Poor Joshua. I really, really feel for the guy even when he makes my ears bleed. In this day & age when LGBTs are finally being accepted by a majority of Americans (and embraced by fans), he still is afraid to come out. He doesn't dare--he's a PK (Preacher's Kid), and not in the United Church of Christ or MCC either: traditional African-American Protestant, which is as socially conservative as any LDS, Orthodox Jewish or pre-Vatican II Catholic congregation. It nearly breaks my heart when he speaks, as if he so dearly wishes to finally be openly true to himself. (There's a small chance that he talks that way because while Papa was on the pulpit, he had mostly female role models raising him--just as even some straight male figure skaters speak in a sterotypically gay manner because they grew up mostly among women, girls and gay men as their auditory points of reference).
That brings us to Phil. (Enough with the "Phillip" already, it's getting too cutesy and will annoy deejays in record time--no pun intended but I'll take it). Gotta admit that though his vocal range is limited and his ear for pitch erratic, as a WGWG on Idol he's probably the best acoustic guitarist they've had in the finals....except for Bowersox, whom I've heard leave her fellow Chicago open mikers slack-jawed with her guitar chops. And though he's almost certainly in violation of his AI contract by skipping all those video and photo shoots (c'mon, nobody can time their kidney stones THAT accurately), it's not just us Worsters and his cougar-tweenie-Matthews wannabe fanbase that'll put him over the top. The producers know that his anti-authoritarian yet sociologically unthreatening mien is exactly what they need to cynically "prove" to a jaded and disgusted music-consumer public that the music industry recognizes some individuality.......even if that individuality is derivative as hell.

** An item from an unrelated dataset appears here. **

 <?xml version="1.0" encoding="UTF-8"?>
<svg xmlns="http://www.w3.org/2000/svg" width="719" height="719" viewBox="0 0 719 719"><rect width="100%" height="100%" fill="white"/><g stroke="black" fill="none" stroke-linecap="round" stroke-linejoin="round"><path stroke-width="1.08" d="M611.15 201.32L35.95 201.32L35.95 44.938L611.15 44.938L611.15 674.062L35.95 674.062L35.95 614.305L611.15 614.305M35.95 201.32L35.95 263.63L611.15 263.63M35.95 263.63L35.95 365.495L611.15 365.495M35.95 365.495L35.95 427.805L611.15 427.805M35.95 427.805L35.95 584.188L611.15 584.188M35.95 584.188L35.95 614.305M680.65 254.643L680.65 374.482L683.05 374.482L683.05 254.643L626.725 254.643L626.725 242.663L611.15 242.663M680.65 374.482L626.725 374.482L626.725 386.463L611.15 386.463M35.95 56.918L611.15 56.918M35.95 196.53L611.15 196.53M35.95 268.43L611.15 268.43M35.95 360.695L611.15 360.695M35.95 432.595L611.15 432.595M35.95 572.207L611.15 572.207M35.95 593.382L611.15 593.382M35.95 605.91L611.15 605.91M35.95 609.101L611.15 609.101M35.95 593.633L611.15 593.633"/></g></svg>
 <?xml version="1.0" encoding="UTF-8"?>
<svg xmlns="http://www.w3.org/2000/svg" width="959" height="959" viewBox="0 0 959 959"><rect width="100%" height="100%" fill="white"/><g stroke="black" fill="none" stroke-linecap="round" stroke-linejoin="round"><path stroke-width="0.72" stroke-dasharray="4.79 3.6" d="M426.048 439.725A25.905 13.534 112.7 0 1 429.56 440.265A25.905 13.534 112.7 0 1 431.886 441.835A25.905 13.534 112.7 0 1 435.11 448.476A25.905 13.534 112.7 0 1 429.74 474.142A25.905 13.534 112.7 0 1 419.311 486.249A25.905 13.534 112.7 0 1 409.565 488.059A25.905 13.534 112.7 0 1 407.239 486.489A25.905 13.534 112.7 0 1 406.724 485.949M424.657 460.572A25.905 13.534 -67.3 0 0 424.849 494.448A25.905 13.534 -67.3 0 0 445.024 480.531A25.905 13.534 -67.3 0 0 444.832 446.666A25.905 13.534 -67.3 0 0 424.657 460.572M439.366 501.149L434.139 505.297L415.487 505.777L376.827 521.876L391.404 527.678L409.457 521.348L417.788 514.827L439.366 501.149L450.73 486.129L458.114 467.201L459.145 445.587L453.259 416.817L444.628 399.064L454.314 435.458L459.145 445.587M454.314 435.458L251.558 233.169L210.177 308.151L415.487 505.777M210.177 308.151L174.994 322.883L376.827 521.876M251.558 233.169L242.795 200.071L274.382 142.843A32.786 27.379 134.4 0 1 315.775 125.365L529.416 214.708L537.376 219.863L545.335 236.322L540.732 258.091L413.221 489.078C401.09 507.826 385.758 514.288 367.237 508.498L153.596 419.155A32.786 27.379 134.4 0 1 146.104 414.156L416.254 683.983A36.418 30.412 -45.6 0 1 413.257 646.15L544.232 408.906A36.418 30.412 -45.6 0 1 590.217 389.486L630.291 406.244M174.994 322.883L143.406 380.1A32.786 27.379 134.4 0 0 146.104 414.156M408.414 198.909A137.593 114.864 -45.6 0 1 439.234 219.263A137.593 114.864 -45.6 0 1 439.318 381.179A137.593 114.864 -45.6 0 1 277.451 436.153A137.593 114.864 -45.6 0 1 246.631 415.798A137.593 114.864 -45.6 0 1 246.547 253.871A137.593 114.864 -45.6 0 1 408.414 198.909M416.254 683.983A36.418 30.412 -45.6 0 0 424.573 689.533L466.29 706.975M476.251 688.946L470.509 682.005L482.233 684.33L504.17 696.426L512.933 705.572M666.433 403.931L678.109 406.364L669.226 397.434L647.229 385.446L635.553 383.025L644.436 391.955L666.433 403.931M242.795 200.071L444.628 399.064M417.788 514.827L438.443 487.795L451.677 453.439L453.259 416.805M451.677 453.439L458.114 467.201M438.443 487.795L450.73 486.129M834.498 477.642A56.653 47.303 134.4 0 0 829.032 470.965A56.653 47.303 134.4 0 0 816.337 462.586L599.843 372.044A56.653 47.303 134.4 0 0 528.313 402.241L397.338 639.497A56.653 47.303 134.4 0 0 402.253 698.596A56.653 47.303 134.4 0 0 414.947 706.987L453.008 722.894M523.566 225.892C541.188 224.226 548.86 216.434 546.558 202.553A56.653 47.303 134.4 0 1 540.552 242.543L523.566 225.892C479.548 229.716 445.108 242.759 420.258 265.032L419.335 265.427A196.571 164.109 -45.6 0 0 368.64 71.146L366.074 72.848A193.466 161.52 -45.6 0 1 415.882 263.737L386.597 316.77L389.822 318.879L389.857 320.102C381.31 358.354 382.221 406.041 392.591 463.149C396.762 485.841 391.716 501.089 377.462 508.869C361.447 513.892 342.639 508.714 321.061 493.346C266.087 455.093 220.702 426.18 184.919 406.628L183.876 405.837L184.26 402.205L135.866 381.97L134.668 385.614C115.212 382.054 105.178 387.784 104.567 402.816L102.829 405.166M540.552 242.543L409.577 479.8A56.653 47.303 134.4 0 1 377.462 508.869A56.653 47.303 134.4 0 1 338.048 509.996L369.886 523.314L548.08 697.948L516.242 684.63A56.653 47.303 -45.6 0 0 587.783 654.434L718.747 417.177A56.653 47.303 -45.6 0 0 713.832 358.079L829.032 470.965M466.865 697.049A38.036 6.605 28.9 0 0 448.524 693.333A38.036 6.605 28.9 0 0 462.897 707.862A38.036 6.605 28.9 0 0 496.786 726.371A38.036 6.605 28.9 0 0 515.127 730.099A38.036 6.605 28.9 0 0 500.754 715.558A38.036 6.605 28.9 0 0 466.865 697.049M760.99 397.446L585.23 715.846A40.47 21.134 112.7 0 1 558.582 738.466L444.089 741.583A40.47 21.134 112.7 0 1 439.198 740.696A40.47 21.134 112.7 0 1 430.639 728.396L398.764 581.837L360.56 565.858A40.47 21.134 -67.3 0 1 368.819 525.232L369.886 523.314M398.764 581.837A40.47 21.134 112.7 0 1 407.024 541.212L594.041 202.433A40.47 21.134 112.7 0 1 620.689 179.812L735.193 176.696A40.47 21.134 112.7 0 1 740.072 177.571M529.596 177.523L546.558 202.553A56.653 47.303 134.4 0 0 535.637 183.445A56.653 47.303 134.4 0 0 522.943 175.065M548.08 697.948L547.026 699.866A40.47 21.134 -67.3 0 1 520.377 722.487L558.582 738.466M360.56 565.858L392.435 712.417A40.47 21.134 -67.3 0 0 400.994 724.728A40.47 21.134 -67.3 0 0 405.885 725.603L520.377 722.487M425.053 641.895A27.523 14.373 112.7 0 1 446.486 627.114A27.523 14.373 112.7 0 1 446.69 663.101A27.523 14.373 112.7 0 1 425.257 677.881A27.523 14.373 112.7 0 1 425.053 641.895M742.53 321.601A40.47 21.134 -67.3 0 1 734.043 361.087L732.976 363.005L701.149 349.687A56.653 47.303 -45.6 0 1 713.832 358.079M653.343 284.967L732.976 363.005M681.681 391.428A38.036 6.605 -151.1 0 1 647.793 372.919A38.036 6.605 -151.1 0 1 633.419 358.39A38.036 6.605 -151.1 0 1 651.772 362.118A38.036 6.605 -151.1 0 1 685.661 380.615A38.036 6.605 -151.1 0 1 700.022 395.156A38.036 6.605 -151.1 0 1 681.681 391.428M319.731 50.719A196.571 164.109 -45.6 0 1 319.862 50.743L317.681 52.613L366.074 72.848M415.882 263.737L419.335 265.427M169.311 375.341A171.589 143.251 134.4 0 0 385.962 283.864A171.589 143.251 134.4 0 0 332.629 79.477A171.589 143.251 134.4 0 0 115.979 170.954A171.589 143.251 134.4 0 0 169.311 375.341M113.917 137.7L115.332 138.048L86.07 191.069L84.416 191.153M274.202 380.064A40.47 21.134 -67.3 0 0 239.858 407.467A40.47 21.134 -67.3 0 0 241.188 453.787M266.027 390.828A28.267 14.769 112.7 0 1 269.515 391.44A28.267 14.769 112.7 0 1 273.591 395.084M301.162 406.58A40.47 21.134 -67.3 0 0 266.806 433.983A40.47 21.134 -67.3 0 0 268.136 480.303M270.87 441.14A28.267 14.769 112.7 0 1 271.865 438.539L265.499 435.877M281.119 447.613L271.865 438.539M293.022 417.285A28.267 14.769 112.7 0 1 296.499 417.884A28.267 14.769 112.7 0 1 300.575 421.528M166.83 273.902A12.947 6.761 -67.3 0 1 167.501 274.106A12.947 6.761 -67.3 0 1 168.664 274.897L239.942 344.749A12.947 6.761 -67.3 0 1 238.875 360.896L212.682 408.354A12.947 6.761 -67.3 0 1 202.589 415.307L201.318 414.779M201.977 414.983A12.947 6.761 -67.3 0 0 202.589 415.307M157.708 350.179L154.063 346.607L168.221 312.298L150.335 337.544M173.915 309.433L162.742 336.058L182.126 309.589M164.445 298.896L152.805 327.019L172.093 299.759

At this point, I don't really care who wins. Except for Clarkson & Underwood, the Idol finalists with the most robust and enduring careers have been the also-rans. Everyone in the Final Four this year will land on their feet in the music industry (as have their predecessors--even Doolittle is quietly pulling in triple session scale and will make a lifelong living rather than a brief killing)...it's up to the winner to stay there.
What really fries me is why Chris Mann chose that commercial piece of schlock "You Raise Me Up" as his "classical" piece in "The Voice's" finals, when he'd have wiped the floor with everyone else had he done "Nessun Dorma" or "Vesti La Giubba," (Wrong series, I know--just hadda vent).